Five changes I’ve made because of climate change

By Patty Mochel

The scientific data we’ve been getting from the news media reached a pivotal point in the past year – our climate is changing, the natural world is changing and soon we will see consequences of extreme weather events in our own communities. My friends at Green Towson Alliance have talked a lot about what the scientific data is telling us – that many people will suffer as a result of climate change. While we are working to make bigger, positive changes to mitigate climate change – such as planting as many canopy, shade trees as possible in our Towson and Baltimore County neighborhoods– I felt a sense of urgency after the Climate Strike in September. I felt I must make immediate changes in my own habits.

The first change I made was picking up plastic. For a year now, I have been looking for and picking up what I call “fish chokers” – bits of plastic that, when washed into a stream, river and eventually the Chesapeake Bay and ocean – appear to be food to a fish or other marine animal. We’ve all read heartbreaking stories about animals who have been found to be full of plastic that they accidentally swallowed. So I always look for these bits of plastic when I go to my neighborhood YMCA to work out. I usually find them in the parking lot surface, near the curb where they have been accidentally dropped. Now I try to find five fish chokers every time single I am out walking. The very sad thing is that I often find bags worth of plastic junk.

My second change was to go through my kitchen cabinets to find my old recyclable coffee cup that someone gave to me for Christmas many years ago.

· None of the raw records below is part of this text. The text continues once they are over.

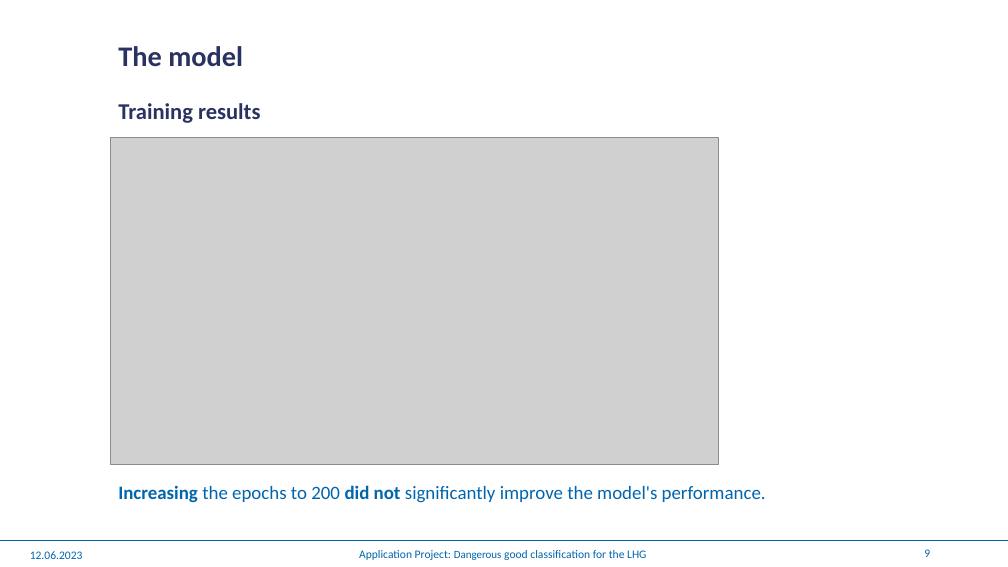
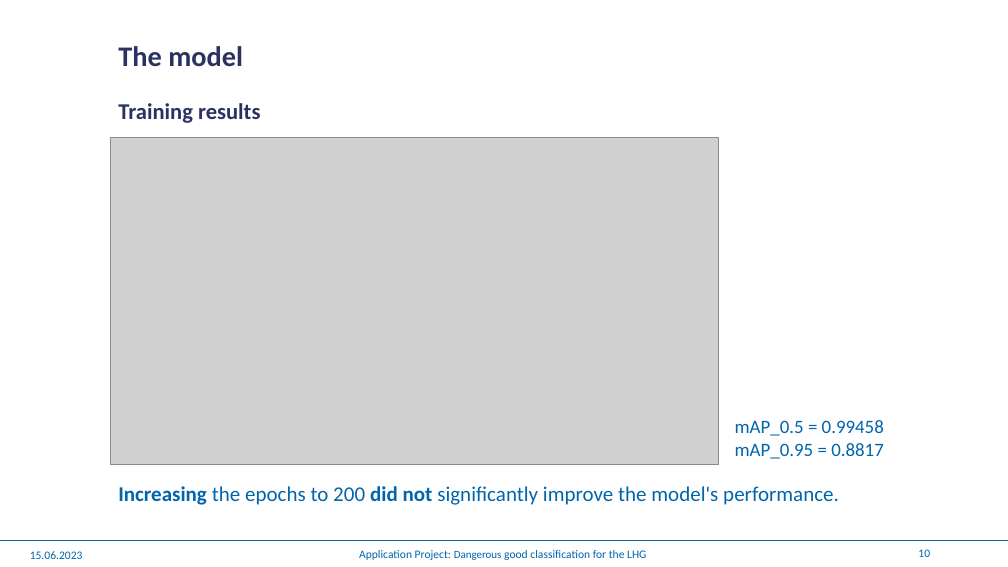
Before and after one commit to winterForestStump/application_project, a slide deck: slide 10 of Application Project.pptx (slide 9 before the commit). Drawn at 1008x567 pixels with LibreOffice and Linux fonts; fonts in the diff are those of the drawing; grey boxes stand for pictures; background and template pictures are left out. Boxes give left, top, right and bottom in pixels: in the first picture for what was removed or moved away, otherwise in the second. Text is boxed around its words. In the diff, an @@ line names an element or a change of style, - is before the commit and + after.

```diff
--- a/Application Project.pptx
+++ b/Application Project.pptx
@@ text added at [735, 420, 884, 459], 18 pt, text #0065AD @@
+mAP_0.5 = 0.99458
+mAP_0.95 = 0.8817
@@ text "Increasing the epochs to 200 ..." at [118, 486, 839, 505]: size 18 to 20 pt @@
@@ text at [30, 551, 83, 559]: text changed @@
-12.06.2023
+15.06.2023
@@ page number at [918, 549, 930, 557]: text changed @@
-9
+10
```
Also in this commit, not shown: 12 other slides changed, 2 slides added, 1 slide removed.

I remember to put it in the car so my Sunday morning Starbucks coffee is not in a paper cup (which is NOT recyclable because it is lined with plastic!)

 

Next, I began to refuse to use any plastic bags of any type. Some time ago, I was at the grocery store and saw a clerk emptying the plastic bag recycling bin that stands outside the store. I asked him, “Do those bags really get recycled?” and he replied, “No.” He told me that someone always puts a plastic bag with food in it into the bin – and that once there’s an old sandwich or whatever in the bin, they have to throw out all of the plastic bags because they have been contaminated.  Now when I do my weekly shopping, I do not use plastic bags, and I ask the checkout person to not put anything in a plastic bag.

At the grocery store, I try to choose foods that come in recyclable glass, metal, or cardboard. I can usually find what I am looking for in a cardboard box that has no plastic. My family likes applesauce, and now I purchase apple sauce in a large glass container, and freeze portions for my family for future meals.

Farmer’s Market quiche ready to go in the oven.

Finally, I decided to make one more weekly meatless meal. I am a vegetarian, and my meat-eating husband and son are good-humored about eating vegetarian meals a few times a week. Instead of alternating days that I served meat for dinner, I added one more vegetarian meal a week.

 

These are small changes, and within a few weeks they had become habitual. What changes are you and your family making?